I want to implement a 64-bit transpose operation using only avx, not avx2. It should do this:
// in = Hh Hl Lh Ll
// | X |
// out = Hh Lh Hl Ll
This is how it would look with avx2:
#define SIMD_INLINE inline __attribute__ ((always_inline))

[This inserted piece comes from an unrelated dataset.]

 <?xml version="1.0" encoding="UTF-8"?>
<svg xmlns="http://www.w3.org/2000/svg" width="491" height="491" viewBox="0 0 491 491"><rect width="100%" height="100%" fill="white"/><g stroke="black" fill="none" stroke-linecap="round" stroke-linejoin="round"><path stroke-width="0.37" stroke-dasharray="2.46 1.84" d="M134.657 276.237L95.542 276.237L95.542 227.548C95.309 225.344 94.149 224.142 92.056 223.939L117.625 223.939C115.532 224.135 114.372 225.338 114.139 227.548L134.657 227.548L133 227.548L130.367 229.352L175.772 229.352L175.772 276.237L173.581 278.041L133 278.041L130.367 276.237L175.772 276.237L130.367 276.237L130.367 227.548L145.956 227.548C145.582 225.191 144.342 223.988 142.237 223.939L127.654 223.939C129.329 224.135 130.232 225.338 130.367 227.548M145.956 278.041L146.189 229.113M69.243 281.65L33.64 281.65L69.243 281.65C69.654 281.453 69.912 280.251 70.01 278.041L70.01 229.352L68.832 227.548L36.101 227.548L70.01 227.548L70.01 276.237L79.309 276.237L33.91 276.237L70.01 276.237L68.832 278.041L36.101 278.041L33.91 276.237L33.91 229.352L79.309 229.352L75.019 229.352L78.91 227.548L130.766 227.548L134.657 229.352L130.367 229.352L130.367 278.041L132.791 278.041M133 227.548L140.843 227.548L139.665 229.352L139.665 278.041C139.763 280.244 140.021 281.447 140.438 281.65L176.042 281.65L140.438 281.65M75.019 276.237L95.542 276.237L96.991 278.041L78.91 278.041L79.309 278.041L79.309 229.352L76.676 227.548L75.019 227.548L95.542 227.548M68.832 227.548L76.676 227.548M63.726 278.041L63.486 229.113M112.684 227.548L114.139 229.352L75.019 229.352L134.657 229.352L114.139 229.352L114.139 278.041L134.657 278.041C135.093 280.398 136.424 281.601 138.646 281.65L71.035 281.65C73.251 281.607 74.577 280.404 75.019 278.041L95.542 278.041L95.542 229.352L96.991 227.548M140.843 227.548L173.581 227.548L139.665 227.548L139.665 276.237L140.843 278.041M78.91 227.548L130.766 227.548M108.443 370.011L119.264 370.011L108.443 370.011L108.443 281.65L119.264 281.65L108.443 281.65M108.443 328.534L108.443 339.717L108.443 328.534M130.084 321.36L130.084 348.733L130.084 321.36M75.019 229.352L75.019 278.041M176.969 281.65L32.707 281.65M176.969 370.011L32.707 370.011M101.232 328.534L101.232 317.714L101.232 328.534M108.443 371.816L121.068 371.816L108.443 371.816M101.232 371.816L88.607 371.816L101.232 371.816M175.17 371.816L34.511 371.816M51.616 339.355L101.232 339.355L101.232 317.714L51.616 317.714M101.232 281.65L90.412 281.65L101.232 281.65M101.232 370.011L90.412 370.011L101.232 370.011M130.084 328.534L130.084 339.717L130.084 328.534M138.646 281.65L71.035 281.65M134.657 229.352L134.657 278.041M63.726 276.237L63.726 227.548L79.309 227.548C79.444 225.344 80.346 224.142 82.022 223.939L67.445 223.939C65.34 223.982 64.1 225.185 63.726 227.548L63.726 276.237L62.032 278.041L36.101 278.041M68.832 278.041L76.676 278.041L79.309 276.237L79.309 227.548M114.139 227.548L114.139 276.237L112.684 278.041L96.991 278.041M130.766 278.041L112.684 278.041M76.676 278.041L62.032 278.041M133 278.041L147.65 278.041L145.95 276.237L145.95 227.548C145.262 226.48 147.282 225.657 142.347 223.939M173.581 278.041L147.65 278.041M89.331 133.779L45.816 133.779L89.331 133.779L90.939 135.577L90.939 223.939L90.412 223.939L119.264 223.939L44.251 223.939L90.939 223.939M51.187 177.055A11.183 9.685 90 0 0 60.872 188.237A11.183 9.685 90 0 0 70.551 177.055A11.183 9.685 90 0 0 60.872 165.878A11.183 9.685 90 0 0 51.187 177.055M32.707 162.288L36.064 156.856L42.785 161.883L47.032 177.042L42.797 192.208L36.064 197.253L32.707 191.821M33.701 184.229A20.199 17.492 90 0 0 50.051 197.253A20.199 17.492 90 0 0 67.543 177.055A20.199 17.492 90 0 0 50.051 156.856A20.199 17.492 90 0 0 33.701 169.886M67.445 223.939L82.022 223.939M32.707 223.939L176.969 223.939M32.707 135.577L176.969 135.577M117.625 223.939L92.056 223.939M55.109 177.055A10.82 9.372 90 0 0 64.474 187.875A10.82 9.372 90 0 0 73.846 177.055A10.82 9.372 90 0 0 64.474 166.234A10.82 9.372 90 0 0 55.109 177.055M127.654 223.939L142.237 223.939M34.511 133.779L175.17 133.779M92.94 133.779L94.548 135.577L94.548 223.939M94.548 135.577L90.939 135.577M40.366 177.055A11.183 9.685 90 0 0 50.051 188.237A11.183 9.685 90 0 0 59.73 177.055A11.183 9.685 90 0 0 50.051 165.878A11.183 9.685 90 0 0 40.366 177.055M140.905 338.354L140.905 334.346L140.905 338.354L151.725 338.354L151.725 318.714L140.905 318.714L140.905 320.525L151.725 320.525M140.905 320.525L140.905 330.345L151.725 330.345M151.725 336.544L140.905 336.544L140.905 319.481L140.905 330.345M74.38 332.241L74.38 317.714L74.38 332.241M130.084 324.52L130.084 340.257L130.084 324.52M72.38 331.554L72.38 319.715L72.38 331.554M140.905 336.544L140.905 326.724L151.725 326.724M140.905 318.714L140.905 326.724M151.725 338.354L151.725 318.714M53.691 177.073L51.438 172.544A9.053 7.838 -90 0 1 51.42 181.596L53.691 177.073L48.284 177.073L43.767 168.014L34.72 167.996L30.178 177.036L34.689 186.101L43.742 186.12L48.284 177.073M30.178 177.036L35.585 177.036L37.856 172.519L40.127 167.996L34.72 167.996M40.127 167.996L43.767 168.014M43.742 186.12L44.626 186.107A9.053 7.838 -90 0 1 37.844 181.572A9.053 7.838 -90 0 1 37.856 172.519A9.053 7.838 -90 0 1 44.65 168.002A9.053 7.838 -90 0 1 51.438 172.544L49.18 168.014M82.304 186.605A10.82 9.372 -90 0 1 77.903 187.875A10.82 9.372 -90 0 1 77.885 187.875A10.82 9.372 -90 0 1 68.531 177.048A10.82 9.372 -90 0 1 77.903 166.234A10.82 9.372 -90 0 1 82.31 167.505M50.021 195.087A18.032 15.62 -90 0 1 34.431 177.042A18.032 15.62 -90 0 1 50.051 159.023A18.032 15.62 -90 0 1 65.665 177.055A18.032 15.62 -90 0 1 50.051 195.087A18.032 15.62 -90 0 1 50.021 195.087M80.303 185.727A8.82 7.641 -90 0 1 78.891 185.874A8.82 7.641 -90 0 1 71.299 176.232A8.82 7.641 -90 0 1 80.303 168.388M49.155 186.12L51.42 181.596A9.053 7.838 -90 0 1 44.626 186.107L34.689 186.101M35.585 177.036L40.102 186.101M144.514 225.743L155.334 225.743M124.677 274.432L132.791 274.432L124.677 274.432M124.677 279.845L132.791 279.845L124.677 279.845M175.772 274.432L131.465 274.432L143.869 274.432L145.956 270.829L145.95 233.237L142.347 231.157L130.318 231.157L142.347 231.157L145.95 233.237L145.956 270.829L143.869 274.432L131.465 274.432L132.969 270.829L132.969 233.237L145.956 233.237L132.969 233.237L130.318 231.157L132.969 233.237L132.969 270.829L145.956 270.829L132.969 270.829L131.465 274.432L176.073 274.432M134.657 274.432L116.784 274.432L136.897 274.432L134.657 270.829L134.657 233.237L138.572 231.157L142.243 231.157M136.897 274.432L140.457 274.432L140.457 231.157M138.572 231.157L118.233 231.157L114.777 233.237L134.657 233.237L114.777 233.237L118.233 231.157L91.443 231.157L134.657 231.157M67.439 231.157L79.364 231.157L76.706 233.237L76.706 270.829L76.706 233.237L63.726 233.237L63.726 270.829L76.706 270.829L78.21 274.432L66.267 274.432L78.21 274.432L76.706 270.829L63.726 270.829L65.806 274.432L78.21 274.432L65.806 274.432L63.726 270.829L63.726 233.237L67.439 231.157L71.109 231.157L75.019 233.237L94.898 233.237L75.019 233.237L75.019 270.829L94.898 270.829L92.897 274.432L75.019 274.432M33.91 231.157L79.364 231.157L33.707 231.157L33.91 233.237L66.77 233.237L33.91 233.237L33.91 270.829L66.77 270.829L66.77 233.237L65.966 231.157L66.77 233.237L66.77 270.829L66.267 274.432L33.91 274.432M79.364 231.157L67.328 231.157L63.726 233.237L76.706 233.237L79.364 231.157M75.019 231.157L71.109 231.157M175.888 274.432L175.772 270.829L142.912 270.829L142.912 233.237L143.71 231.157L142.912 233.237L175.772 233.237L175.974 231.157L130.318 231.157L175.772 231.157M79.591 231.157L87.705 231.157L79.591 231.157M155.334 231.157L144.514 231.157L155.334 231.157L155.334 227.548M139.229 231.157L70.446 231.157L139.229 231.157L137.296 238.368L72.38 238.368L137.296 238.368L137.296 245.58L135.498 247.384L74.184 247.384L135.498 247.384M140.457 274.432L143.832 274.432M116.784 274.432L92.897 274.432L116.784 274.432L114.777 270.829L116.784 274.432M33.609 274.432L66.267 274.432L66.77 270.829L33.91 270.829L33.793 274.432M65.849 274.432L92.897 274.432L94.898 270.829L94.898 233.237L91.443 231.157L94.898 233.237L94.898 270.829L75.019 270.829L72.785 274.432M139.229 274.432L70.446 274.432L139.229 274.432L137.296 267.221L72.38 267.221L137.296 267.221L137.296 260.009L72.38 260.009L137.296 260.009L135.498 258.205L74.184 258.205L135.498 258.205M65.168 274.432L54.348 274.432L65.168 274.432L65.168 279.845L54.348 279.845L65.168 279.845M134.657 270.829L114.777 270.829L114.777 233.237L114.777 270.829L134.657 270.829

static SIMD_INLINE __m256i
x_mm256_transpose4x64_epi64(__m256i a)
{
return _mm256_permute4x64_epi64(a, _MM_SHUFFLE(3,1,2,0));
}
This is the most efficient workaround without avx2 I could come up with (using 3 avx instructions):
static SIMD_INLINE __m256i
x_mm256_transpose4x64_epi64(__m256i a)
{
__m256d in, x1, x2;
// in = Hh Hl Lh Ll
in = _mm256_castsi256_pd(a);
// only lower 4 bit are used
// in = Hh Hl Lh Ll
// 0 1 0 1 = (0,0,1,1)
// x1 = Hl Hh Ll Lh
x1 = _mm256_permute_pd(in, _MM_SHUFFLE(0,0,1,1));
// all 8 bit are used
// x1 = Hl Hh Ll Lh
// 0 0 1 1
// x2 = Ll Lh Hl Hh
x2 = _mm256_permute2f128_pd(x1, x1, _MM_SHUFFLE(0,0,1,1));
// only lower 4 bit are used
// in = Hh Hl Lh Ll
// x2 = Ll Lh Hl Hh
// 0 1 1 0 = (0,0,1,2)
// ret: Hh Lh Hl Ll
return _mm256_castpd_si256(_mm256_blend_pd(in, x2, _MM_SHUFFLE(0,0,1,2)));
}
The problem is that most avx swizzle operations (e.g. unpack) are operating on 128-bit lanes and do not cross the lane boundary.
Can anyone produce a more efficient implementation? Thanks a lot!